Le cabinet de la ministre Patty Hajdu a pour sa part indiqué dans une déclaration envoyée à La Presse que « toutes les parties ont reconnu l’urgence de la situation » et que « la priorité [est] de trouver une solution à long terme pour l’assainissement du terrain ».

Contexte d’interventions policières tendues

Cette nouvelle crise politique au sein du Conseil de bande survient sur fond de tensions après que la Sûreté du Québec (SQ) a mené deux perquisitions en un mois sur le territoire.

Mardi, une centaine de policiers de la SQ de l’Escouade nationale de répression du crime organisé (ENRCO) ont débarqué à Kanesatake, notamment avec un véhicule blindé, pour mener des perquisitions visant Sharon Simon, une narcotrafiquante liée aux Hells Angels qui exploite un commerce de vente de cannabis sur le territoire. Mme Simon est la cousine du chef Serge Simon.

« Nous avons eu une excellente collaboration de tout le monde. La communauté veut que les policiers fassent leur travail, c’est important que les gens le sachent », affirme le coordonnateur aux communications de la SQ, Benoît Richard.

Le 25 mai, la SQ a aussi mené une série de perquisitions au Conseil de bande et au Centre de santé communautaire de Kanesatake, dans le cadre d’une enquête pour une fraude alléguée entourant un fonds d’aide de près de 5 millions accordé par Services aux Autochtones Canada pour la COVID-19. M. Simon était grand chef au moment où ces sommes ont été dépensées, mais il accuse le grand chef Victor Bonspille d’essayer de le salir avec de faux documents.

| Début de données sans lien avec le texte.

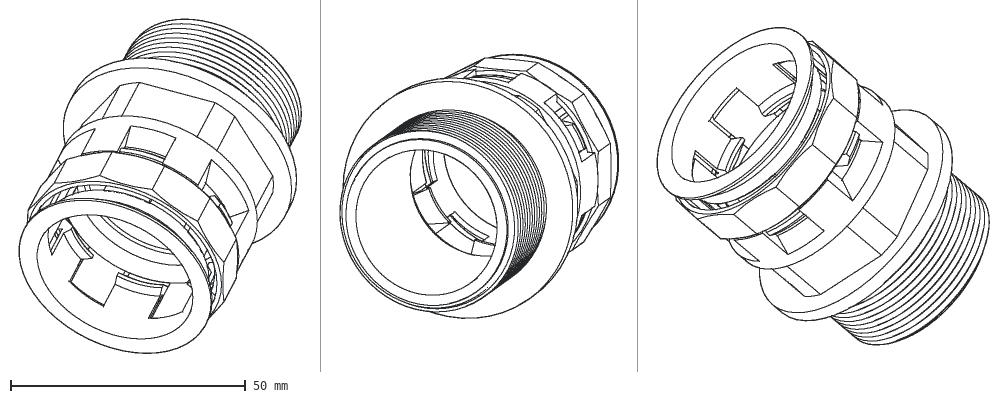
import cadquery as cq
import math


LENGTH = 60.9
NUT_START = 5.85
NUT_END = 15.05
TAPER_START = 19.8
TAPER_END = 22.95
CAGE_END = 26.25
FLANGE_START = 37.75
FLANGE_END = 40.85
THREAD_END = 60.05

BORE_RADIUS = 15.95
SOCKET_RADIUS = 17.2
CAGE_BORE_RADIUS = 19.5
CAGE_RADIUS = 22.5
POST_RADIUS = 21.0
POST_START = 7.6
POST_DISH = 0.9
HEX_FLAT = 20.1
NECK_RADIUS = 21.85
FLANGE_RADIUS = 26.0
THREAD_RADIUS = 20.05
THREAD_ROOT = 19.0
THREAD_PITCH = 1.5
SHANK_RADIUS = 18.2
COIL_BORE = 17.05

WINDOW_HALF_WIDTH = 5.1
SIDE_WINDOW_X = 13.2
SIDE_WINDOW_Z = 5.9
WINDOW_END = 23.2

NUT_SIDES = 12
NUT_FLAT = 22.3
NUT_END_RADIUS = 22.05
NUT_CHAMFER_SLOPE = 0.8

SLEEVE_BORE_RADIUS = 17.7
RIM_RADIUS = NECK_RADIUS
RIM_END = 0.7
FLARE_END = 3.65
COLLAR_END = 6.65
COLLAR_RADIUS = 18.9
FINGER_RADIUS = 18.65
BARB_START = 13.65
BARB_RADIUS = 16.3
BARB_PEAK = 14.8
BEVEL_START = 15.8
TIP_RADIUS = 19.8
TIP_END = 18.95
HOOK_RADIUS = 21.4
HOOK_START = 16.25
HOOK_END = 17.4
SIDE_FINGER_TOP = 12.25
SIDE_FINGER_X = 15.6
SIDE_FINGER_Z = 5.1
SIDE_FINGER_SLOPE = 23.0

CLEAR = 27.4
SIDES = (1, -1)


def turned(profile):
    """Solid of revolution about Y from (radius, y) points."""
    return cq.Workplane("XY").polyline(profile).close().revolve(360, (0, 0), (0, 1))


def ring(inner, outer, start, end):
    return turned([(inner, start), (outer, start), (outer, end), (inner, end)])


def prism(outline, start, end):
    """Prism along Y from (x, z) points."""
    return cq.Workplane("XZ", origin=(0, start, 0)).polyline(outline).close().extrude(start - end)


def regular_prism(sides, flat, start, end):
    """Regular polygon prism along Y with flats facing +Z and -Z."""
    corner_radius = flat / math.cos(math.pi / sides)
    outline = []
    for i in range(sides):
        angle = math.pi / 2 + (2 * i + 1) * math.pi / sides
        outline.append((corner_radius * math.cos(angle), corner_radius * math.sin(angle)))
    return prism(outline, start, end)


def six_sectors(middle, side, start, end):
    """One prism for the +Z sector and one for the +X +Z sector, mirrored to make six."""
    sectors = cq.Workplane("XY")
    for z_sign in SIDES:
        sectors = sectors.add(prism([(x, z_sign * z) for x, z in middle], start, end))
        for x_sign in SIDES:
            sectors = sectors.add(prism([(x_sign * x, z_sign * z) for x, z in side], start, end))
    return sectors.combine()


def helix_turn(radius, height):
    """One left-handed turn about Z, starting over +X at the given height."""
    return cq.Wire.makeHelix(THREAD_PITCH, THREAD_PITCH, radius, lefthand=True).translate((0, 0, height))


def coil_end(height):
    """Flat end of the coiled thread section, in the half-plane through +X."""
    crest = height + THREAD_PITCH / 2
    top = height + THREAD_PITCH
    corners = [
        (COIL_BORE, 0, height),
        (THREAD_ROOT, 0, height),
        (THREAD_RADIUS, 0, crest),
        (THREAD_ROOT, 0, top),
        (COIL_BORE, 0, top),
    ]
    return cq.Face.makeFromWires(cq.Wire.makePolygon([cq.Vector(*c) for c in corners], close=True))


def strip(first, second):
    """Helical face between two turns, each a (radius, height)."""
    return cq.Face.makeRuledSurface(helix_turn(*first), helix_turn(*second))


def make_thread():
    """Coil with a V outside, trimmed flat at both ends and hollowed to the plain shank."""
    length = THREAD_END - FLANGE_END
    turns = math.ceil(length / THREAD_PITCH) + 2
    top = turns * THREAD_PITCH
    faces = [
        coil_end(0),
        coil_end(top),
        strip((COIL_BORE, 0), (THREAD_ROOT, 0)),
        strip((COIL_BORE, top), (THREAD_ROOT, top)),
    ]
    for turn in range(turns):
        root = turn * THREAD_PITCH
        crest = root + THREAD_PITCH / 2
        next_root = root + THREAD_PITCH
        faces.append(strip((THREAD_ROOT, root), (THREAD_RADIUS, crest)))
        faces.append(strip((THREAD_RADIUS, crest), (THREAD_ROOT, next_root)))
        faces.append(strip((COIL_BORE, root), (COIL_BORE, next_root)))
    coil = (
        cq.Workplane(obj=cq.Solid.makeSolid(cq.Shell.makeShell(faces)))
        .rotate((0, 0, 0), (1, 0, 0), -90)
        .translate((0, FLANGE_END - THREAD_PITCH, 0))
    )
    return coil.intersect(ring(SHANK_RADIUS, CLEAR, FLANGE_END, THREAD_END))


def make_windows():
    """Six openings that leave posts between them and run out of the front of the cage."""
    slope = (WINDOW_END - TAPER_START) / (CAGE_RADIUS - CAGE_BORE_RADIUS)
    inner = CAGE_BORE_RADIUS - 0.6
    depth = turned([
        (inner, 0),
        (CLEAR, 0),
        (CLEAR, WINDOW_END + slope * (CLEAR - CAGE_RADIUS)),
        (CAGE_BORE_RADIUS, TAPER_START),
        (inner, TAPER_START),
    ])
    w = WINDOW_HALF_WIDTH
    middle = [(-w, 0), (w, 0), (w, CLEAR), (-w, CLEAR)]
    side = [
        (SIDE_WINDOW_X, SIDE_WINDOW_Z),
        (CLEAR, SIDE_WINDOW_Z),
        (CLEAR, CLEAR),
        (SIDE_WINDOW_X, CLEAR),
    ]
    return depth.intersect(six_sectors(middle, side, 0, FLANGE_START))


def make_housing():
    cage = turned([
        (CAGE_BORE_RADIUS, POST_START + POST_DISH),
        (POST_RADIUS, POST_START),
        (POST_RADIUS, NUT_END),
        (CAGE_RADIUS, NUT_END),
        (CAGE_RADIUS, CAGE_END),
        (BORE_RADIUS, CAGE_END),
        (SOCKET_RADIUS, CAGE_END),
        (SOCKET_RADIUS, TAPER_END),
        (CAGE_BORE_RADIUS, TAPER_START),
    ]).cut(make_windows())
    neck = (
        regular_prism(6, HEX_FLAT, CAGE_END, FLANGE_START)
        .intersect(ring(BORE_RADIUS, NECK_RADIUS, CAGE_END, FLANGE_START))
    )
    flange = ring(BORE_RADIUS, FLANGE_RADIUS, FLANGE_START, FLANGE_END)
    shank = ring(BORE_RADIUS, SHANK_RADIUS, FLANGE_END, LENGTH)
    threaded_shank = make_thread().union(shank)
    return cage.union(neck).union(flange).union(threaded_shank)


def make_nut():
    chamfer = NUT_CHAMFER_SLOPE * (CLEAR - NUT_END_RADIUS)
    blank = turned([
        (POST_RADIUS, NUT_START),
        (NUT_END_RADIUS, NUT_START),
        (CLEAR, NUT_START + chamfer),
        (CLEAR, NUT_END - chamfer),
        (NUT_END_RADIUS, NUT_END),
        (POST_RADIUS, NUT_END),
    ])
    return regular_prism(NUT_SIDES, NUT_FLAT, NUT_START, NUT_END).intersect(blank)


def make_fingers():
    """Six hooked fingers behind the collar, one in each window."""
    hooked_ring = turned([
        (SLEEVE_BORE_RADIUS, COLLAR_END),
        (FINGER_RADIUS, COLLAR_END),
        (FINGER_RADIUS, NUT_END),
        (CAGE_BORE_RADIUS, NUT_END),
        (HOOK_RADIUS, HOOK_START),
        (HOOK_RADIUS, HOOK_END),
        (TIP_RADIUS, TIP_END),
        (BARB_RADIUS, BEVEL_START),
        (BARB_RADIUS, BARB_PEAK),
        (SLEEVE_BORE_RADIUS, BARB_START),
    ])
    w = WINDOW_HALF_WIDTH
    middle = [(-w, 0), (w, 0), (w, CLEAR), (-w, CLEAR)]
    rise = math.tan(math.radians(SIDE_FINGER_SLOPE))
    inner_x = w
    side = [
        (inner_x, SIDE_FINGER_Z + rise * (inner_x - SIDE_FINGER_X)),
        (CLEAR, SIDE_FINGER_Z + rise * (CLEAR - SIDE_FINGER_X)),
        (CLEAR, SIDE_FINGER_TOP),
        (inner_x, SIDE_FINGER_TOP),
    ]
    return hooked_ring.intersect(six_sectors(middle, side, COLLAR_END, TIP_END))


def make_sleeve():
    collar = turned([
        (SLEEVE_BORE_RADIUS, 0),
        (RIM_RADIUS, 0),
        (RIM_RADIUS, RIM_END),
        (COLLAR_RADIUS, FLARE_END),
        (COLLAR_RADIUS, COLLAR_END),
        (SLEEVE_BORE_RADIUS, COLLAR_END),
    ])
    return collar.union(make_fingers())


housing = make_housing()
nut = make_nut()
sleeve = make_sleeve()
result = cq.Compound.makeCompound([housing.val(), nut.val(), sleeve.val()])

M. Simon assure que la fronde menée par les chefs dissidents n’a strictement rien à voir avec ces deux opérations policières.

L’histoire jusqu’ici

  • Depuis 2017, les frères Robert et Gary Gabriel exploitent illégalement un dépotoir sur le territoire mohawk de Kanesatake, dont les eaux toxiques s’échappent dans le lac des Deux Montagnes.
  • Québec et Ottawa, après avoir constaté de nombreuses irrégularités, ont tenté de mettre les propriétaires au pas, mais en vain.
  • Les deux gouvernements sont maintenant prêts à payer pour la décontamination du site, mais exigent que les frères Gabriel remettent leurs titres de propriété du terrain au Conseil de bande.
  • Une faction dissidente du Conseil de bande a obtenu les titres de propriété, mais refuse de les rendre au Conseil.